▶ [ACTIVITY] Your answer should be one number: how many lines below hold the word "Document".

▶ [RECORD EXCERPTS]
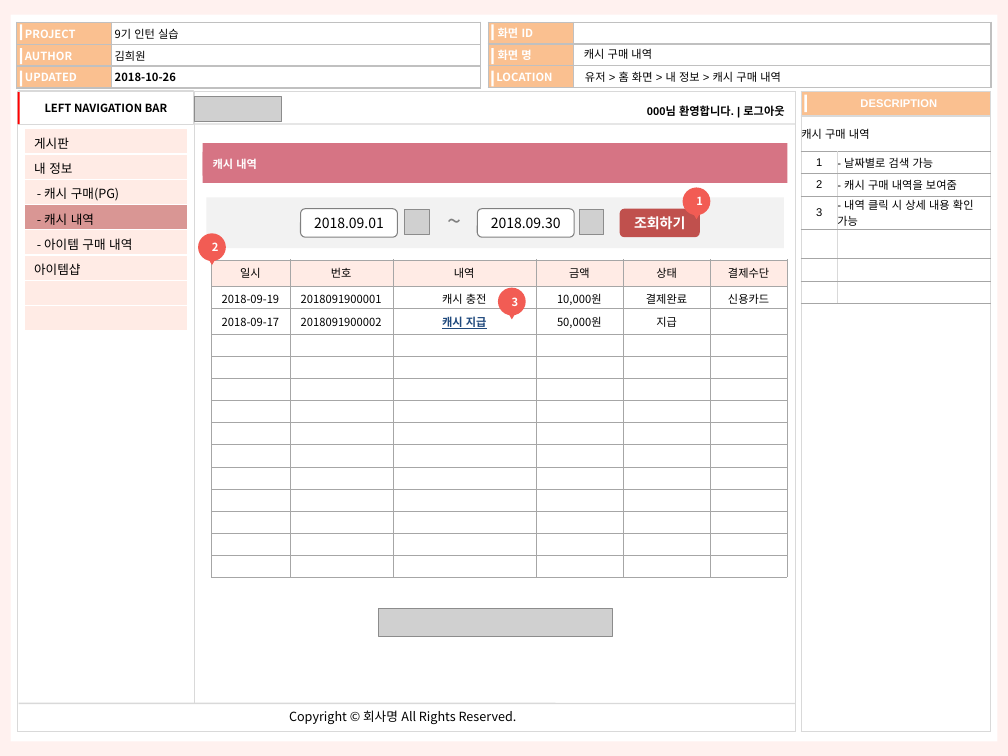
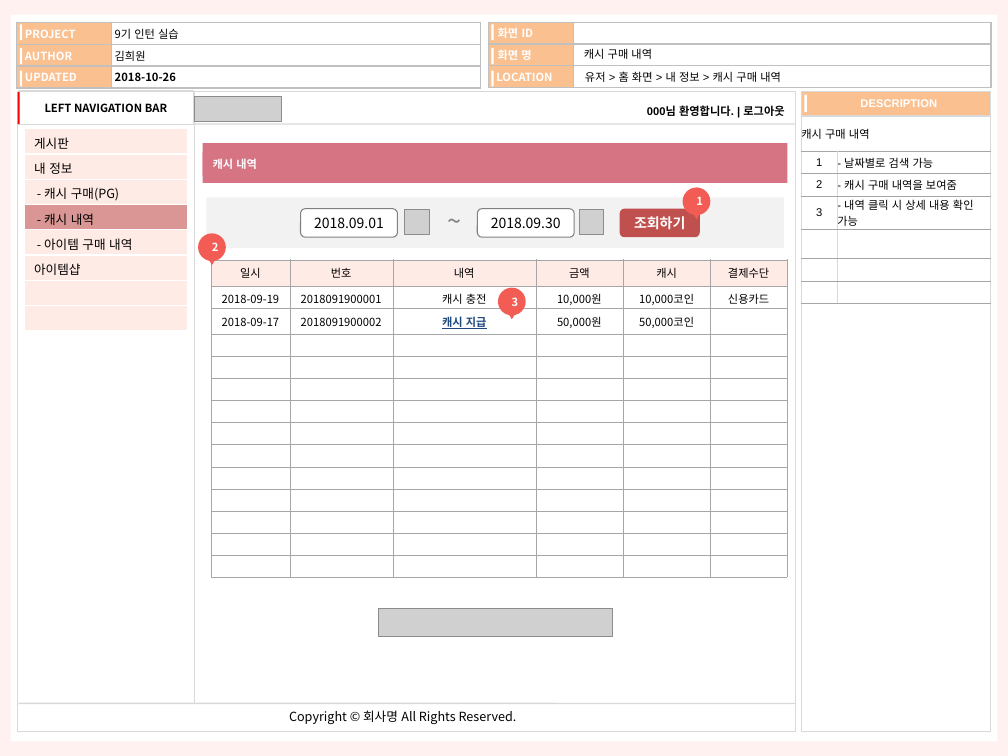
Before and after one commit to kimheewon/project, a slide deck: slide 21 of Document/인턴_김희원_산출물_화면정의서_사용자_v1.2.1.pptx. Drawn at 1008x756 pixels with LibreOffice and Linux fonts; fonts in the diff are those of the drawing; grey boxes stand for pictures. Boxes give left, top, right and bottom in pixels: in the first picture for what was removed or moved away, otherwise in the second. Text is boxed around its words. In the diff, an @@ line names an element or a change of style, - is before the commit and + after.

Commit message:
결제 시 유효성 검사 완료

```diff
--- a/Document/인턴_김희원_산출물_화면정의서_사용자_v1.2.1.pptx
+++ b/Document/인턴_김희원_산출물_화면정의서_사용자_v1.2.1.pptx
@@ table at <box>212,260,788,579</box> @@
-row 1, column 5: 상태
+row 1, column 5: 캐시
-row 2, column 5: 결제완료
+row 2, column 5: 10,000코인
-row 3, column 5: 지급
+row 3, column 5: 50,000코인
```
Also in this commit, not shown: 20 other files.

▶ [TASK SOLUTION] 3